The primary end point of the trial was confirmed objective response rate (ORR), and select secondary end points included duration of response (DOR), disease control rate (DCR), progression-free survival (PFS), overall survival (OS), and safety.

The confirmed ORR for patients in cohort 1 was 41.3%, confirmed by both independent central review and investigator assessment.² In addition, in cohort 1, the DCR was 68.8%, and 68.4% of evaluable patients had a decrease in target lesions.² The median PFS was 5.5 months in cohort 1, and OS data are not yet available.² Median duration of treatment was 5.6 months, median DOR was 12.9 months, and median time to first response was 1.8 months.²

The most common treatment-related adverse events of any grade in both cohorts included diarrhea (n=36), infusion-related reactions (n=30), decrease in ejection fraction (n=11), nausea (n=9), and anemia (n=6).² Only 2 patients had treatment-related adverse events leading to treatment discontinuation (grade 2 decrease in ejection fraction and grade 3 pneumonitis).² No treatment-related deaths occurred.²

Zanidatamab demonstrated antitumor activity in patients with treatment-refractory HER2-positive BTC while exhibiting a manageable and tolerable safety profile.

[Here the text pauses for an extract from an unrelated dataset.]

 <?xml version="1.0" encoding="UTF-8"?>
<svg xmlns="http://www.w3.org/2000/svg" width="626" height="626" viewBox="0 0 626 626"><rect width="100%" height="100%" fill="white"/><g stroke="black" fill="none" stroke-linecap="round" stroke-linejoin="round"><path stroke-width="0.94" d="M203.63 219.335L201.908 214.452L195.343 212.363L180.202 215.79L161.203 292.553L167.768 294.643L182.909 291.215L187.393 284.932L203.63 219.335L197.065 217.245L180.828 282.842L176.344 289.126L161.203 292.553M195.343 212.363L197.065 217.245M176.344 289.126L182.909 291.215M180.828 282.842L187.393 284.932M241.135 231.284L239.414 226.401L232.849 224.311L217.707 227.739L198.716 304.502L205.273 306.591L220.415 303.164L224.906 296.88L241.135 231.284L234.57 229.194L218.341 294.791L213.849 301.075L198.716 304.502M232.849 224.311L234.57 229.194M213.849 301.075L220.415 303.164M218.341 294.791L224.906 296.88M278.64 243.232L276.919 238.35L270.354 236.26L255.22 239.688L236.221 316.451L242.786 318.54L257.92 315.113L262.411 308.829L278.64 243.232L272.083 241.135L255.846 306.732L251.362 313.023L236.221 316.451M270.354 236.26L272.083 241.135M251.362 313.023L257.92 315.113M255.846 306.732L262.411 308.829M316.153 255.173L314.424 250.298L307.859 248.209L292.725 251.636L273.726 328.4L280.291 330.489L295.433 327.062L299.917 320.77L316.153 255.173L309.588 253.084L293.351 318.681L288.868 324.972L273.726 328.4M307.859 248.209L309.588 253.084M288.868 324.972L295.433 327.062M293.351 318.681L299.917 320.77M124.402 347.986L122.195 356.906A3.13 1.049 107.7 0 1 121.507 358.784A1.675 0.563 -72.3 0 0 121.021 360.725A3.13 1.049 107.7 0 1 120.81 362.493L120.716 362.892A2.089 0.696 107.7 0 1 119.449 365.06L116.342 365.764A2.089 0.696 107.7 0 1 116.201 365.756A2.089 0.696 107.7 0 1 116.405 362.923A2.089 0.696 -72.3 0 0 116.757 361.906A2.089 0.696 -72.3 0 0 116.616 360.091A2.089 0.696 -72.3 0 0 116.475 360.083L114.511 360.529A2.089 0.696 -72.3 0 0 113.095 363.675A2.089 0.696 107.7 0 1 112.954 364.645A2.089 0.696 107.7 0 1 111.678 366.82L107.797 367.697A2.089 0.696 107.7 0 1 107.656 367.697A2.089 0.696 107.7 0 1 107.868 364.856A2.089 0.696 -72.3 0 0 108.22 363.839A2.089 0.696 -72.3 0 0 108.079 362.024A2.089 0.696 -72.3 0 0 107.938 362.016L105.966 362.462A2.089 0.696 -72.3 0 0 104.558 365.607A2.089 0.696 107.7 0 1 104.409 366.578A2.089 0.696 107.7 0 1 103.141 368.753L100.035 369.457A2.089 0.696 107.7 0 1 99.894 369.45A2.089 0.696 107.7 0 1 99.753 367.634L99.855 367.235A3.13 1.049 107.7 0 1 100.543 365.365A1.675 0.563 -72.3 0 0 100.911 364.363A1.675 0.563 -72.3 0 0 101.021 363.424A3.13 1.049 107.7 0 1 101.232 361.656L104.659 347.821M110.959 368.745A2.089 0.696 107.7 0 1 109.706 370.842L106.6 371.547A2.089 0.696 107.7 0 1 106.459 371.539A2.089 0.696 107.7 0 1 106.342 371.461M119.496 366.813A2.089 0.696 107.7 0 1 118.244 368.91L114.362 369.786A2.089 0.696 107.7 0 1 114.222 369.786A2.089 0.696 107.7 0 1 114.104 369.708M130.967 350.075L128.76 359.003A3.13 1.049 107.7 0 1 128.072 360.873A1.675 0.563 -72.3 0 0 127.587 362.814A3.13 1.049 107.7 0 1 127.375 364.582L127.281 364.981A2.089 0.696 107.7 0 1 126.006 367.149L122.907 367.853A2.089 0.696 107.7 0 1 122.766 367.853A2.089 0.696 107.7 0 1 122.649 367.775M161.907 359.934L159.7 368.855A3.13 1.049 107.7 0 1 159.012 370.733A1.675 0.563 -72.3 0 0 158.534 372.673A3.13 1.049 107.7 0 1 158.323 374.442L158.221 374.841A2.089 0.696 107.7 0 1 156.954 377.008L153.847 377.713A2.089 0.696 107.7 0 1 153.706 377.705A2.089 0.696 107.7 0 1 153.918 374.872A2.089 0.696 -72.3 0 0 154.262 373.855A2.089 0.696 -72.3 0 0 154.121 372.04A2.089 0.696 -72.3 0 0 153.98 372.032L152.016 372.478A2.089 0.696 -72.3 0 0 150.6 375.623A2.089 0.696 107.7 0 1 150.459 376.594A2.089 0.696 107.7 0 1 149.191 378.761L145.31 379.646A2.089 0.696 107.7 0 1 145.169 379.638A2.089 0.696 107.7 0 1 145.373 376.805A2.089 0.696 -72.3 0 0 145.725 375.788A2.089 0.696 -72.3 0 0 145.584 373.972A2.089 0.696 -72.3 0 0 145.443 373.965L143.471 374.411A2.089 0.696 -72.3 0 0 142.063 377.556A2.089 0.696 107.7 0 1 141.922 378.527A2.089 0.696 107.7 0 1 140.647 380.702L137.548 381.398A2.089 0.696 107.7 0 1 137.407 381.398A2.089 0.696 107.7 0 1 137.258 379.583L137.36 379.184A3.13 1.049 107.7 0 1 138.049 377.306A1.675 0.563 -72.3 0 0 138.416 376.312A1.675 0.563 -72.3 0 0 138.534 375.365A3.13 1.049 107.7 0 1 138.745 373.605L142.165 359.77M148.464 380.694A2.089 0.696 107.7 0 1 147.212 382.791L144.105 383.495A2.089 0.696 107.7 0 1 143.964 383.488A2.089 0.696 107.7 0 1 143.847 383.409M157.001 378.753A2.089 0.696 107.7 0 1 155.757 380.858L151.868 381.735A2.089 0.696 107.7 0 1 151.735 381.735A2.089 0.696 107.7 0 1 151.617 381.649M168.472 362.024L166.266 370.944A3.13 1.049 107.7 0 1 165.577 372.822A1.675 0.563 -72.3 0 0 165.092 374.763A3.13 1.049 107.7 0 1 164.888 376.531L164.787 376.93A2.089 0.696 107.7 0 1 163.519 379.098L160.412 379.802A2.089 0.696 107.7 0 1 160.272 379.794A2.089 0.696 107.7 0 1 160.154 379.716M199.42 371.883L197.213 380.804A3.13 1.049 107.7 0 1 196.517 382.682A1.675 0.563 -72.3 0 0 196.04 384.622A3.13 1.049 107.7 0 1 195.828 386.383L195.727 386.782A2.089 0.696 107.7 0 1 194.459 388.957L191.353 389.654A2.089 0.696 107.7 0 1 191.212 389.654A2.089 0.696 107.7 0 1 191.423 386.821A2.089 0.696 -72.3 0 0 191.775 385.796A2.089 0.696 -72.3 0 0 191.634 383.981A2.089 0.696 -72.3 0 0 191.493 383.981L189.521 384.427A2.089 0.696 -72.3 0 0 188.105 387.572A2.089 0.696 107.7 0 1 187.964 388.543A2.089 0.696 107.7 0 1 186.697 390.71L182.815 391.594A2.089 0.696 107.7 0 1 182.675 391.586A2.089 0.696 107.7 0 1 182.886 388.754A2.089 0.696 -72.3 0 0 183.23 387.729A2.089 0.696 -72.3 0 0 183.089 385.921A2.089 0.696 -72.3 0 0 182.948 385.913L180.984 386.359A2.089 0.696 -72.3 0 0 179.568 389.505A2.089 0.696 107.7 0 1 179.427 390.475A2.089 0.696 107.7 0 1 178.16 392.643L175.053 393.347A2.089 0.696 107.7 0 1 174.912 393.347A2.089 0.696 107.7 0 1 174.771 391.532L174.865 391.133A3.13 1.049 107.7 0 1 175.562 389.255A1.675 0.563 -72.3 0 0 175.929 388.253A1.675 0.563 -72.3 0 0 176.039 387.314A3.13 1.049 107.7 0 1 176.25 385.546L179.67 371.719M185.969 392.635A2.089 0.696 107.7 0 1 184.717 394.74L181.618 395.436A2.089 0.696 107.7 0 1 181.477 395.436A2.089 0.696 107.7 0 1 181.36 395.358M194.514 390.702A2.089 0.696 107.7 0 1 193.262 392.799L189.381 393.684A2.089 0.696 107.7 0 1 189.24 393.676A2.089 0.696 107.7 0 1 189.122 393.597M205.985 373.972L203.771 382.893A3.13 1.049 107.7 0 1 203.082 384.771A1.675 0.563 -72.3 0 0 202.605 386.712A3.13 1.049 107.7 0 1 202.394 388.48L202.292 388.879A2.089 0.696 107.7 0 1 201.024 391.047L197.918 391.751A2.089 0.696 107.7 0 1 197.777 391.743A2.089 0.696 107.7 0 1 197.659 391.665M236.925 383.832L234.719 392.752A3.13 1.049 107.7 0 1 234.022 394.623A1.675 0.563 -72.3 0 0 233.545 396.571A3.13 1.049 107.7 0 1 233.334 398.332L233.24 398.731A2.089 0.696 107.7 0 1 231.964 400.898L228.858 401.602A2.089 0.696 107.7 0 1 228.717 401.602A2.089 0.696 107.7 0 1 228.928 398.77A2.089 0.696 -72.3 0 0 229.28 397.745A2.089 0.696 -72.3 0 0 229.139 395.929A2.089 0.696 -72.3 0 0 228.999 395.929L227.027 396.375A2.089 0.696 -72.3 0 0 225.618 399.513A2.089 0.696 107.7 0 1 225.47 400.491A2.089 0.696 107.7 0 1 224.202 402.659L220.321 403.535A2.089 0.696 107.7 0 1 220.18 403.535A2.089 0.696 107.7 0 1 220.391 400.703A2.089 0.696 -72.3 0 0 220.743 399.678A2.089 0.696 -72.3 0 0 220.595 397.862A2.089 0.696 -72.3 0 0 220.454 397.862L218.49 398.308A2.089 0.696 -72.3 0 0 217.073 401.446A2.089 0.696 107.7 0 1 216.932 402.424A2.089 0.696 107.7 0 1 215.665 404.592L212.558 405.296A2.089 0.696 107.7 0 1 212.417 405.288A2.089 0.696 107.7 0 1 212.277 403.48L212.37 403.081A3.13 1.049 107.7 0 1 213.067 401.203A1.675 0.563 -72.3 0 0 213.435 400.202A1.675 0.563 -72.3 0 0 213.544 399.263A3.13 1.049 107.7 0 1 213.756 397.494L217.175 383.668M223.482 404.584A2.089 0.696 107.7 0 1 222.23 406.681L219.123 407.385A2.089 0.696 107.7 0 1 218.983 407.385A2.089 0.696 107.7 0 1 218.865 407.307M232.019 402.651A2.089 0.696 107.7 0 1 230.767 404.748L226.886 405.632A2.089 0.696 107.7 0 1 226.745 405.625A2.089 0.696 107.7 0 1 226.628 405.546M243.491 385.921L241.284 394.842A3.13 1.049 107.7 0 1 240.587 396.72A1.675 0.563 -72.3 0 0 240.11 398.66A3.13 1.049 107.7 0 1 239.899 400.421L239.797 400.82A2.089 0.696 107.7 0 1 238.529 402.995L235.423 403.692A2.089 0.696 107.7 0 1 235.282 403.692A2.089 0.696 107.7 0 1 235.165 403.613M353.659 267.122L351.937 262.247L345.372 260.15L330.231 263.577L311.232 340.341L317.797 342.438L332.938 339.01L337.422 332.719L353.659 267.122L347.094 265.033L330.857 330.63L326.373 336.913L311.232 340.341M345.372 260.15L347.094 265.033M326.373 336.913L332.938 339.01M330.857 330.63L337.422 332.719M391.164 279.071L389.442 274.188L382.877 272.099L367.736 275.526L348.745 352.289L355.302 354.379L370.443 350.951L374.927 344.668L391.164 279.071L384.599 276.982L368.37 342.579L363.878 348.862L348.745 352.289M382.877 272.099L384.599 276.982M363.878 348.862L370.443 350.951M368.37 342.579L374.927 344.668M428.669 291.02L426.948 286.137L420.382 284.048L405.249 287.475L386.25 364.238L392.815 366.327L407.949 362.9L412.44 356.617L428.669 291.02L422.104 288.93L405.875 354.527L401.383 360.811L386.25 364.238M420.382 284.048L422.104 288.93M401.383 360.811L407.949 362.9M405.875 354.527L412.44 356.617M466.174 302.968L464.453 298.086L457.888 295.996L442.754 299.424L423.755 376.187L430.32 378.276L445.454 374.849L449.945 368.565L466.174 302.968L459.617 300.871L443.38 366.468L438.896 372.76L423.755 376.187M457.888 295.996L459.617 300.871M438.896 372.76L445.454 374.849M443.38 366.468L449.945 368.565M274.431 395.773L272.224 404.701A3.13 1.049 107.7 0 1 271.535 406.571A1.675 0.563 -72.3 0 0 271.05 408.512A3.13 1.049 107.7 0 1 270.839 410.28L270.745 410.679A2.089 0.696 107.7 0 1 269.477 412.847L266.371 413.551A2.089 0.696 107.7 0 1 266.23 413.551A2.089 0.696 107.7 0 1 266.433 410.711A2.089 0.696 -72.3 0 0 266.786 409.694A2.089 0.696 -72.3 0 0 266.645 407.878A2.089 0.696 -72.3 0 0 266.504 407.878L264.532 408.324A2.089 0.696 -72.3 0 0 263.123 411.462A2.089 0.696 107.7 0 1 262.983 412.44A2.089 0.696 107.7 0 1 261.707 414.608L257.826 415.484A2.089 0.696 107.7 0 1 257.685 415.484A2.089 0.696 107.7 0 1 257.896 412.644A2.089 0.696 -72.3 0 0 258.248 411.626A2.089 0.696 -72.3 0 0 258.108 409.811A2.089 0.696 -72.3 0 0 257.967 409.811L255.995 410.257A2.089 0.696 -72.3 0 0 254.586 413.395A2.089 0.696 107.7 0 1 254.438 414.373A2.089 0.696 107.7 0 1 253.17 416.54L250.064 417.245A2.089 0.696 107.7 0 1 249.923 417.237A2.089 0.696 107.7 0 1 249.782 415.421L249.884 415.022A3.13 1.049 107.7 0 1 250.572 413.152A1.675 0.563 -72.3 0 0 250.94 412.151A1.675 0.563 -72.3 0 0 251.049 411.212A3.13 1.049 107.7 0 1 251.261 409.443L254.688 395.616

From these preliminary data, the investigators concluded that zanidatamab may provide clinical benefit and has the potential to become a treatment option in patients with HER2-positive BTC.² Dr Pant and his team are still assessing PFS and OS in these patients. In addition, other studies are underway to further evaluate the therapeutic potential of zanidatamab as monotherapy and in combination with first-line chemotherapy for patients with HER2-positive BTC.

References

1. Valle JW, Kelley RK, Nervi B, Oh D-Y, Zhu AX. Biliary tract cancer. Lancet. 2021;397:428-444.
2. Pant S, Fan J, Oh D-Y, et al. Results from the pivotal phase (Ph) 2b HERIZON-BTC-01 study: zanidatamab in previously-treated HER2‑amplified biliary tract cancer (BTC). J Clin Oncol. 2023;41(suppl 16):4008.
3. Connell CM, Doherty GJ. Activating HER2 mutations as emerging targets in multiple solid cancers. ESMO Open. 2017;2:e000279.
4. Meric-Bernstam F, Beeram M, Hamilton E, et al. Zanidatamab, a novel bispecific antibody, for the treatment of locally advanced or metastatic HER2-expressing or HER2-amplified cancers: a phase 1, dose-escalation and expansion study. Lancet Oncol. 2022;23:1558-1570.
5. Harding JJ, Fan J, Oh D-Y, et al; for the HERIZON-BTC-01 Study Group. Zanidatamab for HER2-amplified, unresectable, locally advanced or metastatic biliary tract cancer (HERIZON-BTC-01): a multicentre, single-arm, phase 2b study. Lancet Oncol. June 2, 2023. Epub ahead of print. doi:10.1016/S1470-2045(23)00242-5.